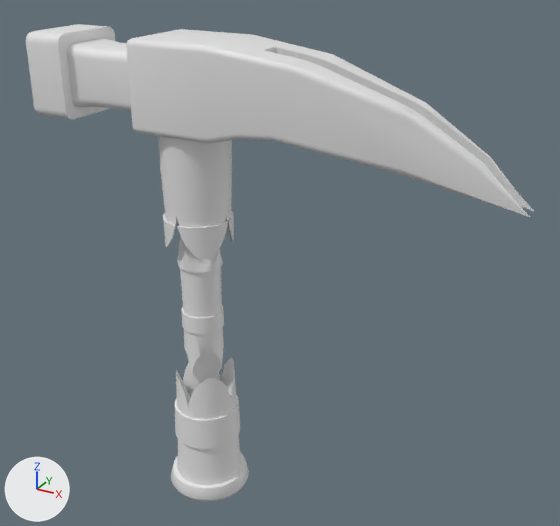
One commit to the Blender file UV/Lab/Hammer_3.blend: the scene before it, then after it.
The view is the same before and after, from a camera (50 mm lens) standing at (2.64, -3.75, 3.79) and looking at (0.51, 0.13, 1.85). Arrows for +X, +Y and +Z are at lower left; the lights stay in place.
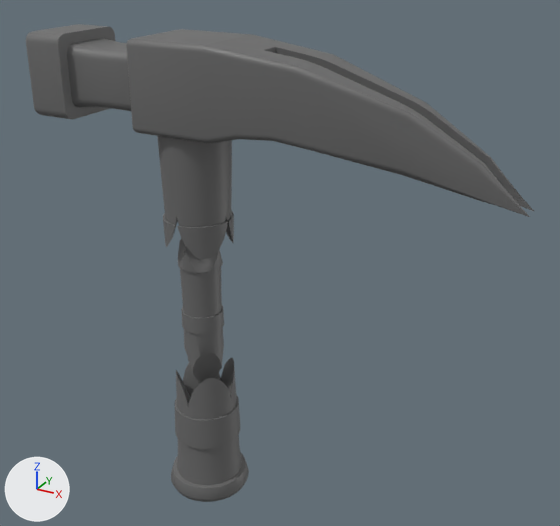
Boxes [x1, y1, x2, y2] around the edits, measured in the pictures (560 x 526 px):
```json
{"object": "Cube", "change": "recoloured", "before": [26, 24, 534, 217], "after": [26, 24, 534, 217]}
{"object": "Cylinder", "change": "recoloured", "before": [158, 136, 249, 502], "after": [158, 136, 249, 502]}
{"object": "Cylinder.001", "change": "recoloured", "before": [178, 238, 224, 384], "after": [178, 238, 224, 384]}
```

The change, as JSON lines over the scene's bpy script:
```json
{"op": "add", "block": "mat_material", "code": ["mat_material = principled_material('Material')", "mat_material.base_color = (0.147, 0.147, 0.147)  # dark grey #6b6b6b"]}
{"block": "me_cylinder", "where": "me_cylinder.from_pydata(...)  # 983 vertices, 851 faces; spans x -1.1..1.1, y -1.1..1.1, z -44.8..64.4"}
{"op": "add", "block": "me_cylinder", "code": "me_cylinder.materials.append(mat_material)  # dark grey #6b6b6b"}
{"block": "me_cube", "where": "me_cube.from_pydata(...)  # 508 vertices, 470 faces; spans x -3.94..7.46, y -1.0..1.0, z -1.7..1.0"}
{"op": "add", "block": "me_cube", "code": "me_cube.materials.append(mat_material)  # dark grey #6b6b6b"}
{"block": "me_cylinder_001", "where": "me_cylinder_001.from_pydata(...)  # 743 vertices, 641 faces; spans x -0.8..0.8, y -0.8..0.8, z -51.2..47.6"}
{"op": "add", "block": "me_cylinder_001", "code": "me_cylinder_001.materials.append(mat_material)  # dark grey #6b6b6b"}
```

========================

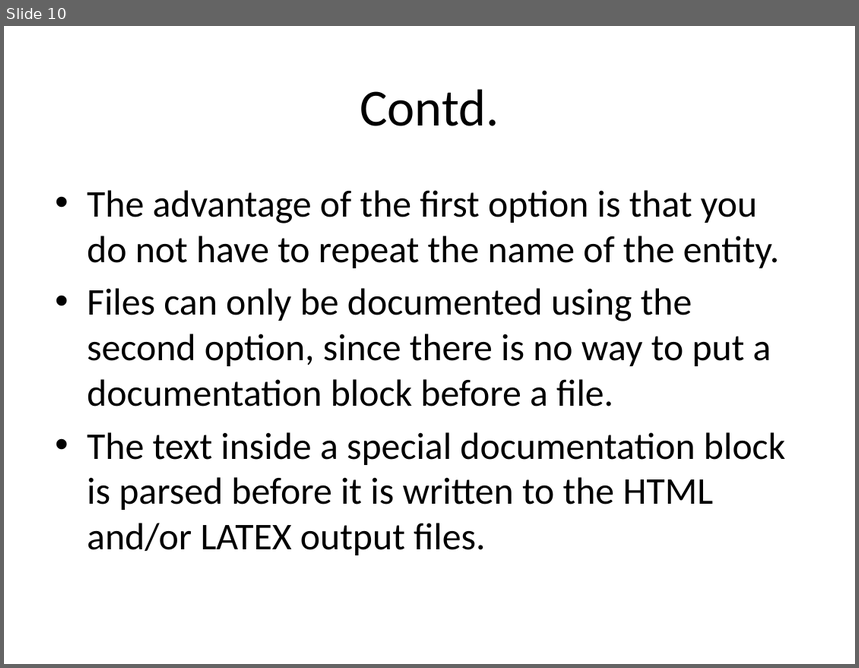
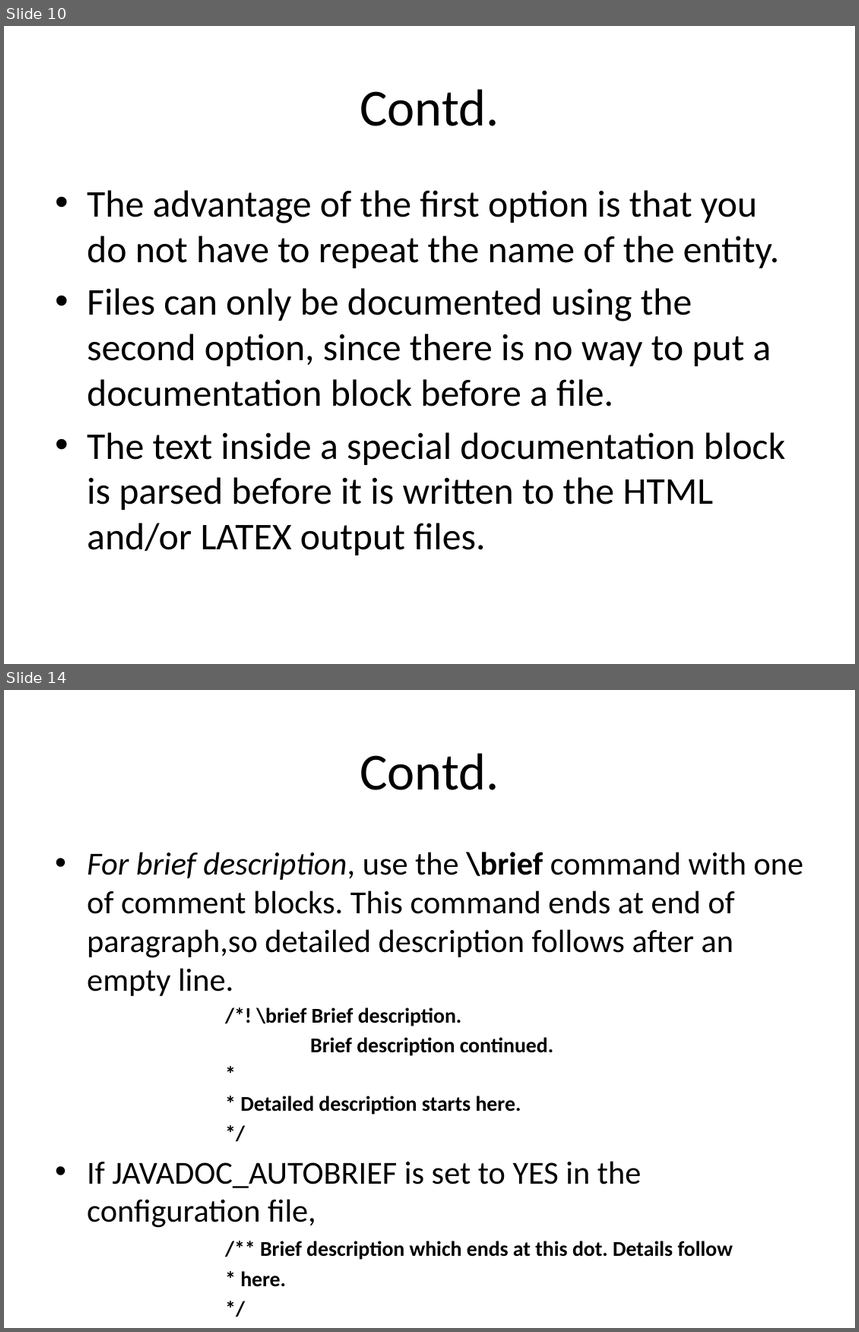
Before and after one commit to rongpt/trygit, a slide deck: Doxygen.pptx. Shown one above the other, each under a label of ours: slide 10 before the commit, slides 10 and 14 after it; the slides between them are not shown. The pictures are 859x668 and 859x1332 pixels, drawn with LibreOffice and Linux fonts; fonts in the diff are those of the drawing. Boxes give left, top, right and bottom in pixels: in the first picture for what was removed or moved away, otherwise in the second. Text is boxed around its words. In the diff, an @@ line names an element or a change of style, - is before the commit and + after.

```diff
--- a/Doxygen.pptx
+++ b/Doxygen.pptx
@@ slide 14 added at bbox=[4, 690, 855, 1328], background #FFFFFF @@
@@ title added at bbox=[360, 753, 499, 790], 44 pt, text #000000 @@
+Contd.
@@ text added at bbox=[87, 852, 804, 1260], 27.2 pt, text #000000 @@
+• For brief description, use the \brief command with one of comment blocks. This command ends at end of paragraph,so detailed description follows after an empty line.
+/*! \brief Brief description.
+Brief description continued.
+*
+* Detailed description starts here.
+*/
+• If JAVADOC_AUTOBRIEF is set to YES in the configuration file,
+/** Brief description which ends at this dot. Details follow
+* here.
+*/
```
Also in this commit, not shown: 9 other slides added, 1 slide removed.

========================

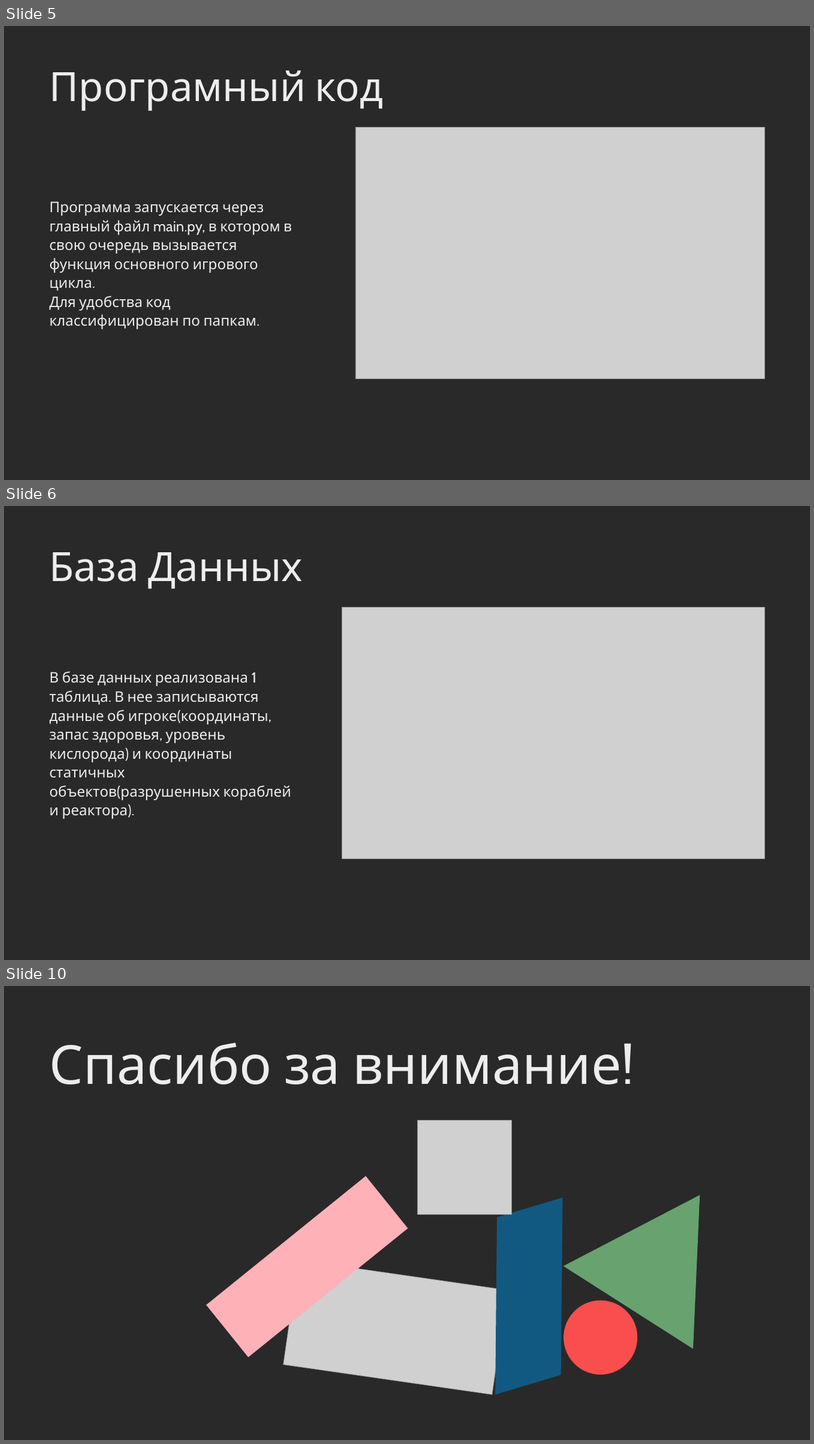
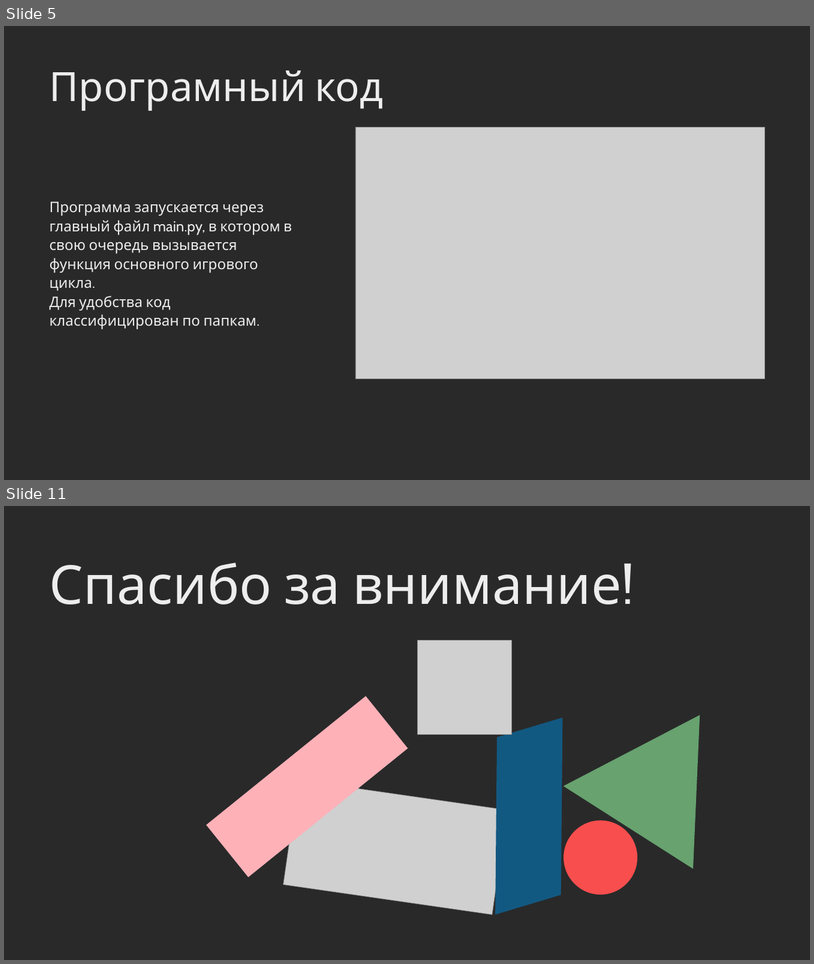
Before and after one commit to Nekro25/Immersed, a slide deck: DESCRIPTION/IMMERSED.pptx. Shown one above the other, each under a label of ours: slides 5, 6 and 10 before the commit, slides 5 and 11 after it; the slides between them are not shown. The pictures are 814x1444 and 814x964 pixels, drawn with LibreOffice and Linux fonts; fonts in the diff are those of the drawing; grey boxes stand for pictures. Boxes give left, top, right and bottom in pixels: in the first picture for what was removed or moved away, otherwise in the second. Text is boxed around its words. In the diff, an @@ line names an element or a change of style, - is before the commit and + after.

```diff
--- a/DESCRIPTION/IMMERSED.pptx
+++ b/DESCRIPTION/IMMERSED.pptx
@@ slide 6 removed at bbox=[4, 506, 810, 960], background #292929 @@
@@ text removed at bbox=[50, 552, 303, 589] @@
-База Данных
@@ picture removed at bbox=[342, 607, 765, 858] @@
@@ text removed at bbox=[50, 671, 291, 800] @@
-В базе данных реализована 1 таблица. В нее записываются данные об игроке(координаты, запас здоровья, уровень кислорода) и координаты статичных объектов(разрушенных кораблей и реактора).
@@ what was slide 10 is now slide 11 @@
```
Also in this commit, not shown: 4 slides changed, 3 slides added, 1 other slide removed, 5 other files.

========================

Scan the listing for the string "append" and copy every line that carries it.

▸ WRITTEN RESPONSE:
{"op": "add", "block": "me_cylinder", "code": "me_cylinder.materials.append(mat_material)  # dark grey #6b6b6b"}
{"op": "add", "block": "me_cube", "code": "me_cube.materials.append(mat_material)  # dark grey #6b6b6b"}
{"op": "add", "block": "me_cylinder_001", "code": "me_cylinder_001.materials.append(mat_material)  # dark grey #6b6b6b"}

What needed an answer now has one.